Using data file at: /var/lib/rpm-ostree-bisect.json
2: eth0: <BROADCAST,MULTICAST,UP,LOWER_UP> mtu 1500 qdisc fq_codel state UP group default qlen 1000
Found mtu 1500. Test Fails
Last known good commit:
21e115d93d04f206a874973c91185184c70ba2e7500d5b2619d8c849b6cad3c1 : 27.125
First known bad commit:
e59f9373145bae36f90571feff24719537827273891c822692d037b05d1ff470 : 27.126
libostree pull from 'fedora-atomic' for fedora/27/x86_64/atomic-host complete
security: GPG: commit http: TLS
non-delta: meta: 306 content: 0
transfer: secs: 28 size: 1.7 MB
ostree diff commit old: 21e115d93d04f206a874973c91185184c70ba2e7500d5b2619d8c849b6cad3c1
ostree diff commit new: e59f9373145bae36f90571feff24719537827273891c822692d037b05d1ff470
Upgraded:
cockpit-bridge 165-1.fc27 -> 166-1.fc27
cockpit-docker 165-1.fc27 -> 166-1.fc27
cockpit-networkmanager 165-1.fc27 -> 166-1.fc27
cockpit-ostree 165-1.fc27 -> 166-1.fc27
cockpit-system 165-1.fc27 -> 166-1.fc27
coreutils 8.27-20.fc27 -> 8.27-21.fc27
coreutils-common 8.27-20.fc27 -> 8.27-21.fc27
findutils 1:4.6.0-16.fc27 -> 1:4.6.0-19.fc27
kernel 4.15.17-300.fc27 -> 4.16.3-200.fc27
kernel-core 4.15.17-300.fc27 -> 4.16.3-200.fc27
kernel-modules 4.15.17-300.fc27 -> 4.16.3-200.fc27
libcgroup 0.41-13.fc27 -> 0.41-17.fc27
selinux-policy 3.13.1-283.30.fc27 -> 3.13.1-283.32.fc27
selinux-policy-targeted 3.13.1-283.30.fc27 -> 3.13.1-283.32.fc27
Started RPM-OSTree Bisect Testing.
So we can see clearly the regression was introduced in 27.126
and the diff
output shows that in that particular commit several things changed.
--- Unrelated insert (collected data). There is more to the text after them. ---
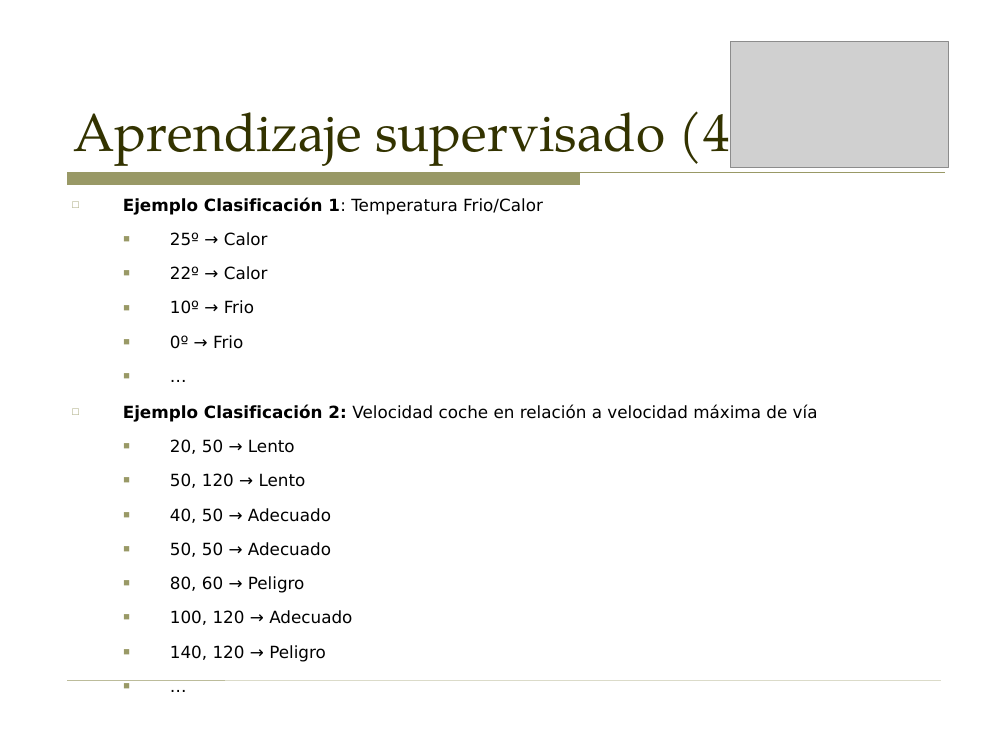
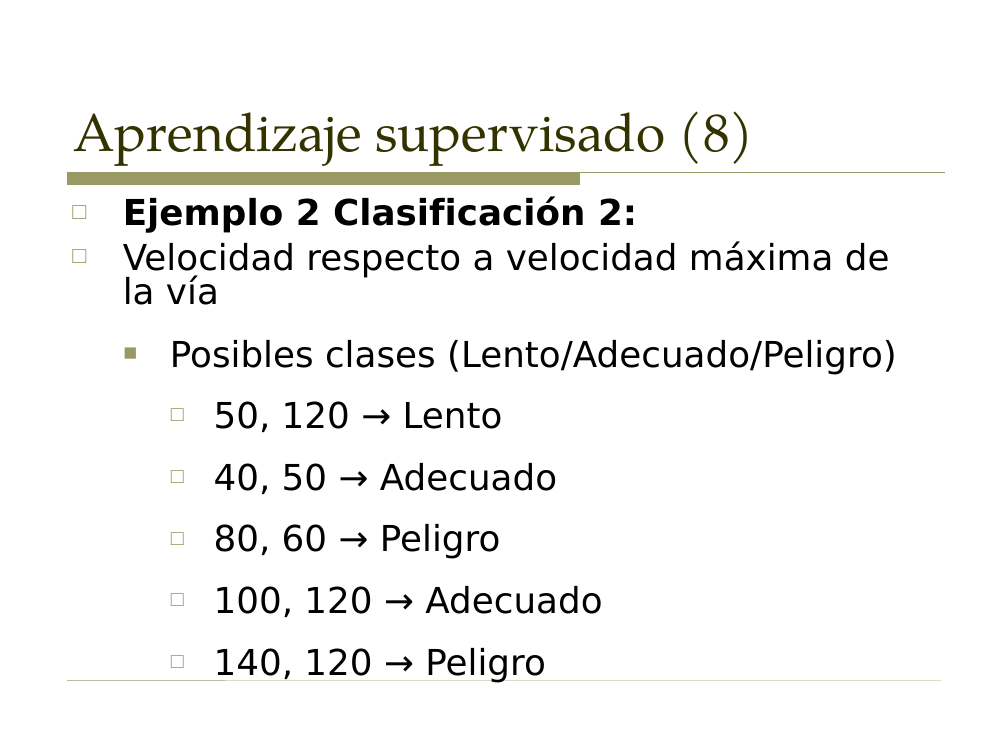
Before and after one commit to sergarb1/TallerAprendizajeAutomaticoPython, a slide deck: slide 21 of Taller - Introduccion al aprendizaje automatico (Supervisado y no supervisado).odp (slide 11 before the commit). Drawn at 1008x756 pixels with LibreOffice and Linux fonts; fonts in the diff are those of the drawing; grey boxes stand for pictures. Boxes give left, top, right and bottom in pixels: in the first picture for what was removed or moved away, otherwise in the second. Text is boxed around its words. In the diff, an @@ line names an element or a change of style, - is before the commit and + after.

```diff
--- a/Taller - Introduccion al aprendizaje automatico (Supervisado y no supervisado).odp
+++ b/Taller - Introduccion al aprendizaje automatico (Supervisado y no supervisado).odp
@@ picture removed at [730,41,949,167] @@
@@ title at [73,111,754,166]: text changed @@
-Aprendizaje supervisado (4)
+Aprendizaje supervisado (8)
@@ text at [123,197,897,683]: paragraph removed @@
-  ■ …
@@ text at [123,197,897,375]: text changed; size 12 to 25.5 pt @@
-□ Ejemplo Clasificación 1: Temperatura Frio/Calor
-  ■ 25º → Calor
-  ■ 22º → Calor
-  ■ 10º → Frio
-  ■ 0º → Frio
-  ■ …
-□ Ejemplo Clasificación 2: Velocidad coche en relación a velocidad máxima de vía
-  ■ 20, 50 → Lento
+□ Ejemplo 2 Clasificación 2:
+□ Velocidad respecto a velocidad máxima de la vía
+  ■ Posibles clases (Lento/Adecuado/Peligro)
@@ text at [214,401,602,683]: size 12 to 25.5 pt in "50, 120 → Lento", "40, 50 → Adecuado", "80, 60 → Peligro", "100, 120 → Adecuado" and 1 more places; bullet ■ to □; list level 2 to 3 in "50, 120 → Lento"; list level 2 to 3 in "40, 50 → Adecuado"; list level 2 to 3 in "80, 60 → Peligro"; list level 2 to 3 in "100, 120 → Adecuado"; list level 2 to 3 in "140, 120 → Peligro" @@
@@ text at [170,542,331,557]: paragraph removed @@
-  ■ 50, 50 → Adecuado
```
Also in this commit, not shown: 19 other slides changed, 16 slides added, 1 other file.

The most
obvious change that could have caused this regression was the kernel
going
from 4.15.17
to 4.16.3
. This narrows down the window of changes to look at
when trying to track down the specific bug.
Note: Here you can access the final rpm-ostree-bisect.json and the systemd unit journal log from the run.
Fin
This automated bisecting can really help us find the causes for regressions by narrowing down the scope of changes we need to look at when performing an investigation.